He Inherited A Devastating Disease. A CRISPR Gene-Editing Breakthrough Stopped It
Scientists successfully treated a rare disease with the experimental gene-editing technique. It could open the door to new ways of treating more common disorders in the future.
Patrick Doherty had always been very active. He trekked the Himalayas and hiked trails in Spain.
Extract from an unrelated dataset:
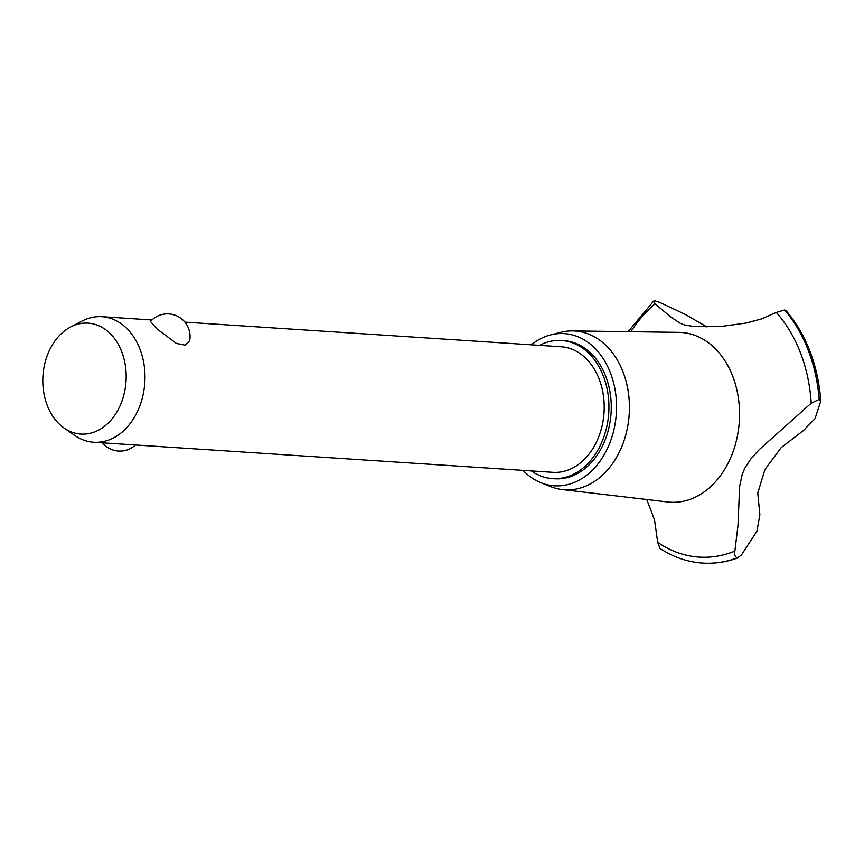 <?xml version="1.0" encoding="UTF-8"?>
<svg xmlns="http://www.w3.org/2000/svg" width="864" height="864" viewBox="0 0 864 864"><rect width="100%" height="100%" fill="white"/><g stroke="black" fill="none" stroke-linecap="round" stroke-linejoin="round"><path stroke-width="1.3" d="M531.36 470.923A69.196 51.829 -86.3 0 0 552.496 478.613L554.828 478.764A69.196 51.829 -86.3 0 0 608.105 430.963A69.196 51.829 -86.3 0 0 589.27 351.734A69.196 51.829 -86.3 0 0 563.868 340.654L561.546 340.502A69.196 51.829 -86.3 0 0 539.59 345.373M552.496 478.613A69.196 51.829 -86.3 0 0 605.772 430.812A69.196 51.829 -86.3 0 0 586.948 351.583A69.196 51.829 -86.3 0 0 561.546 340.502M184.918 322.142L561.136 346.777A62.91 47.12 93.7 0 1 584.226 356.854A62.91 47.12 93.7 0 1 601.344 428.879A62.91 47.12 93.7 0 1 552.906 472.327L93.701 442.249A62.91 47.12 93.7 0 1 74.714 435.424L64.098 428.036A55.577 41.623 -86.3 0 0 119.761 406.415A55.577 41.623 -86.3 0 0 108.529 332.035A55.577 41.623 -86.3 0 0 70.718 326.938A55.577 41.623 -86.3 0 0 43.2 373.032A55.577 41.623 -86.3 0 0 60.458 425.174A55.577 41.623 -86.3 0 0 64.098 428.036M189.659 340.848L185.242 345.19L176.386 343.44L156.913 328.86L150.476 321.505A22.648 22.648 0 0 1 189.659 340.848M70.718 326.938L82.21 320.998A62.91 47.12 93.7 0 1 101.92 316.699A62.91 47.12 93.7 0 1 125.01 326.776A62.91 47.12 93.7 0 1 142.128 398.801A62.91 47.12 93.7 0 1 93.701 442.249M523.044 470.372A76.248 57.1 -86.3 0 0 526.381 473.591A76.248 57.1 -86.3 0 0 540.961 482.728A76.248 57.1 -86.3 0 0 610.33 441.644A76.248 57.1 -86.3 0 0 592.326 345.827A76.248 57.1 -86.3 0 0 550.638 334.919A76.248 57.1 -86.3 0 0 531.263 344.822M540.961 482.728L550.562 486.572A79.553 59.584 -86.3 0 0 562.248 489.564A79.553 59.584 -86.3 0 0 625.396 436.288A79.553 59.584 -86.3 0 0 604.152 343.742A79.553 59.584 -86.3 0 0 572.638 330.912A79.553 59.584 -86.3 0 0 560.66 332.359L550.638 334.919M562.248 489.564L667.721 501.973A85.05 63.698 -86.3 0 0 735.232 445.025A85.05 63.698 -86.3 0 0 712.519 346.075A85.05 63.698 -86.3 0 0 678.834 332.37L572.638 330.912M646.769 499.511L654.545 519.977L657.666 542.29A137.938 103.313 -86.3 0 0 734.875 551.092L737.953 525.798L739.67 486.151L742.219 474.314L744.887 468.018L750.751 459.043L759.294 449.582L811.199 403.196A137.938 103.313 -86.3 0 0 776.293 312.455L761.346 318.978L746.15 323.039L721.861 326.365L694.732 326.668L684.266 324.896L680.26 323.287L670.928 317.099L655.009 303.901A137.938 103.313 -86.3 0 0 630.828 331.711M811.199 403.196L819.191 399.395L820.67 401.425L815.044 418.597L803.239 430.715L781.229 447.563L765.007 469.336L757.76 493.052L759.877 514.739L756.94 531.166L741.344 555.109L737.435 557.798C735.091 557.086 734.238 554.839 734.875 551.092M785.97 310.468C806.22 334.53 817.83 364.576 820.8 400.594L820.67 401.425M657.666 542.29L660.031 548.435C673.186 557.075 687.236 561.956 702.205 563.058A143.683 107.611 -86.3 0 0 702.583 563.08A143.683 107.611 -86.3 0 0 737.435 557.798M660.064 302.584L685.379 314.464L706.99 327.002M655.009 303.901L653.616 301.136L655.052 300.856L660.074 302.584M785.948 311.461L784.588 309.992L776.293 312.455M702.648 563.09L702.583 563.08A143.683 107.611 -86.3 0 0 702.648 563.09A143.683 107.611 -86.3 0 0 703.674 563.144A143.683 107.611 -86.3 0 0 737.5 557.798M819.256 399.395A143.683 107.611 -86.3 0 0 784.652 309.992M819.191 399.395A143.683 107.611 -86.3 0 0 784.588 309.992M102.492 442.832A22.648 22.648 0 0 0 135.454 444.992M151.967 319.982L101.92 316.699M628.106 331.668L653.616 301.136M738.601 557.615C727.153 561.902 715.5 563.749 703.674 563.144"/></g></svg>

But about a year and a half ago, he noticed pins and needles in his fingers and toes. His feet got cold. And then he started getting out of breath any time he walked his dog up the hills of County Donegal in Ireland where he lives.
"I noticed on some of the larger hill climbs I was getting a bit breathless," says Doherty, 65. "So I realized something was wrong."
Doherty found out he had a rare, but devastating inherited disease — known as transthyretin amyloidosis — that had killed his father. A misshapen protein was building up in his body, destroying important tissues, such as nerves in his hands and feet and his heart.
Doherty had watched others get crippled and die difficult deaths from amyloidosis.
"It's terrible prognosis," Doherty says. "This is a condition that deteriorates very rapidly. It's just dreadful."
So Doherty was thrilled when he found out that doctors were testing a new way to try to treat amyloidosis. The approach used a revolutionary gene-editing technique called CRISPR, which allows scientists to make very precise changes in DNA.
"I thought: Fantastic. I jumped at the opportunity," Doherty says.
On Saturday, researchers reported the first data indicating that the experimental treatment worked, causing levels of the destructive protein to plummet in Doherty's body and the bodies of five other patients treated with the approach.
"I feel fantastic," Doherty says. "It's just phenomenal."
The advance is being hailed not just for amyloidosis patients but also as a proof-of-concept that CRISPR could be used to treat many other, much more common diseases. It's a new way of using the innovative technology.
"This is a major milestone for patients," says Jennifer Doudna of the University of California, Berkeley, who shared a Nobel Prize for her work helping develop CRISPR.
"While these are early data, they show us that we can overcome one of the biggest challenges with applying CRISPR clinically so far, which is being able to deliver it systemically and get it to the right place," Doudna says.
CRISPR has already been shown to help patients suffering from the devastating blood disorders sickle cell disease and beta thalassemia. And doctors are trying to use it to treat cancer and to restore vision to people blinded by a rare genetic disorder.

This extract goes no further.